§ **ABOUT THIS TASK**: In the material below, find each line with the word "added" and list it.

****

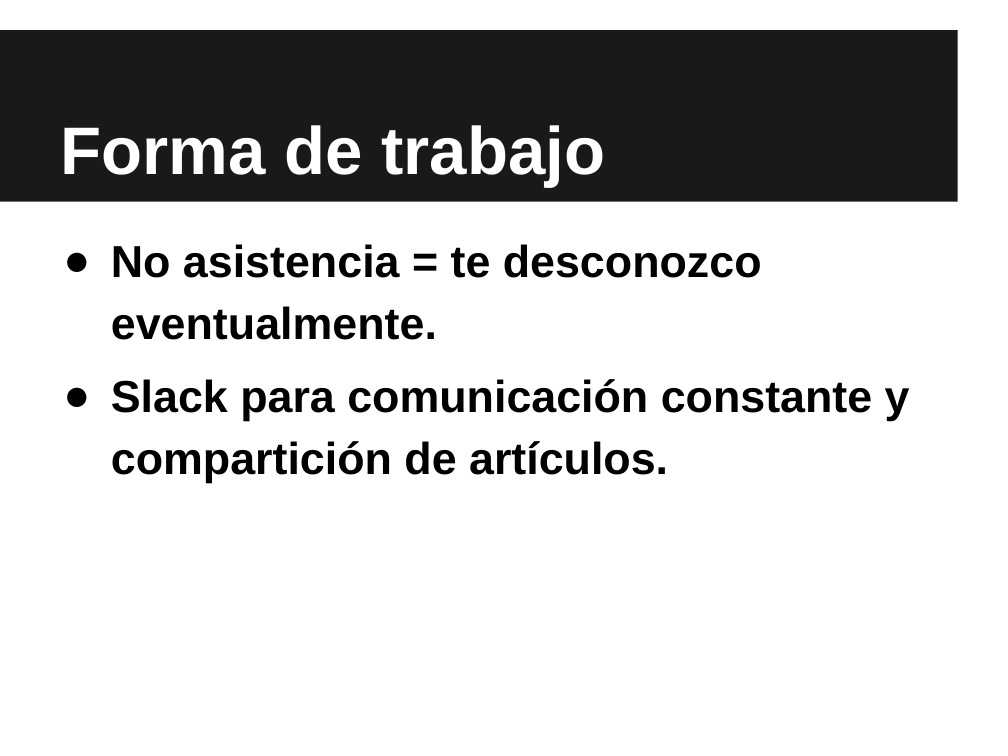
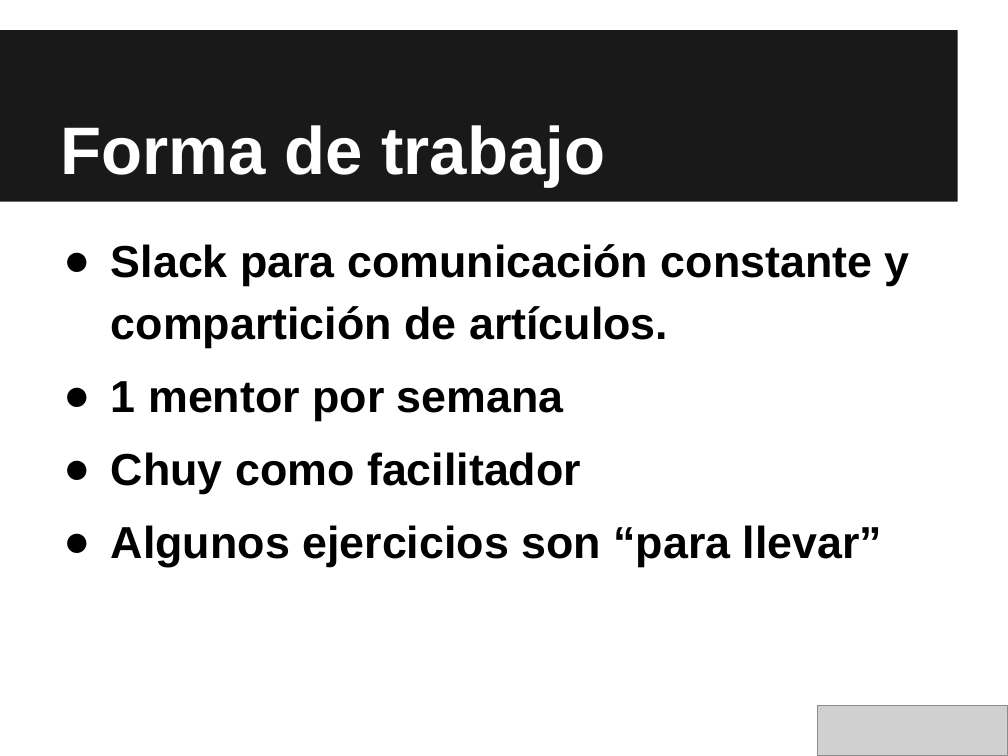
Before and after one commit to hackerschoolmty/newbies, a slide deck: slide 26 of Semana1/0. Intro/Newbies - Clase 0_ Inicio.pptx (slide 24 before the commit). Drawn at 1008x756 pixels with LibreOffice and Linux fonts; fonts in the diff are those of the drawing; grey boxes stand for pictures. Boxes give left, top, right and bottom in pixels: in the first picture for what was removed or moved away, otherwise in the second. Text is boxed around its words. In the diff, an @@ line names an element or a change of style, - is before the commit and + after.

```diff
--- a/Semana1/0. Intro/Newbies - Clase 0_ Inicio.pptx
+++ b/Semana1/0. Intro/Newbies - Clase 0_ Inicio.pptx
@@ text at (111, 244, 762, 340): paragraph removed @@
-● No asistencia = te desconozco eventualmente.
@@ text at (111, 381, 882, 567): paragraphs added @@
+● 1 mentor por semana
+● Chuy como facilitador
+● Algunos ejercicios son “para llevar”
@@ picture added at (817, 706, 1008, 756) @@
```
Also in this commit, not shown: 17 other slides changed, 4 slides added, 2 slides removed, 29 other files.

****

§ **WRITTEN REPLY**:
@@ text at (111, 381, 882, 567): paragraphs added @@
@@ picture added at (817, 706, 1008, 756) @@
Also in this commit, not shown: 17 other slides changed, 4 slides added, 2 slides removed, 29 other files.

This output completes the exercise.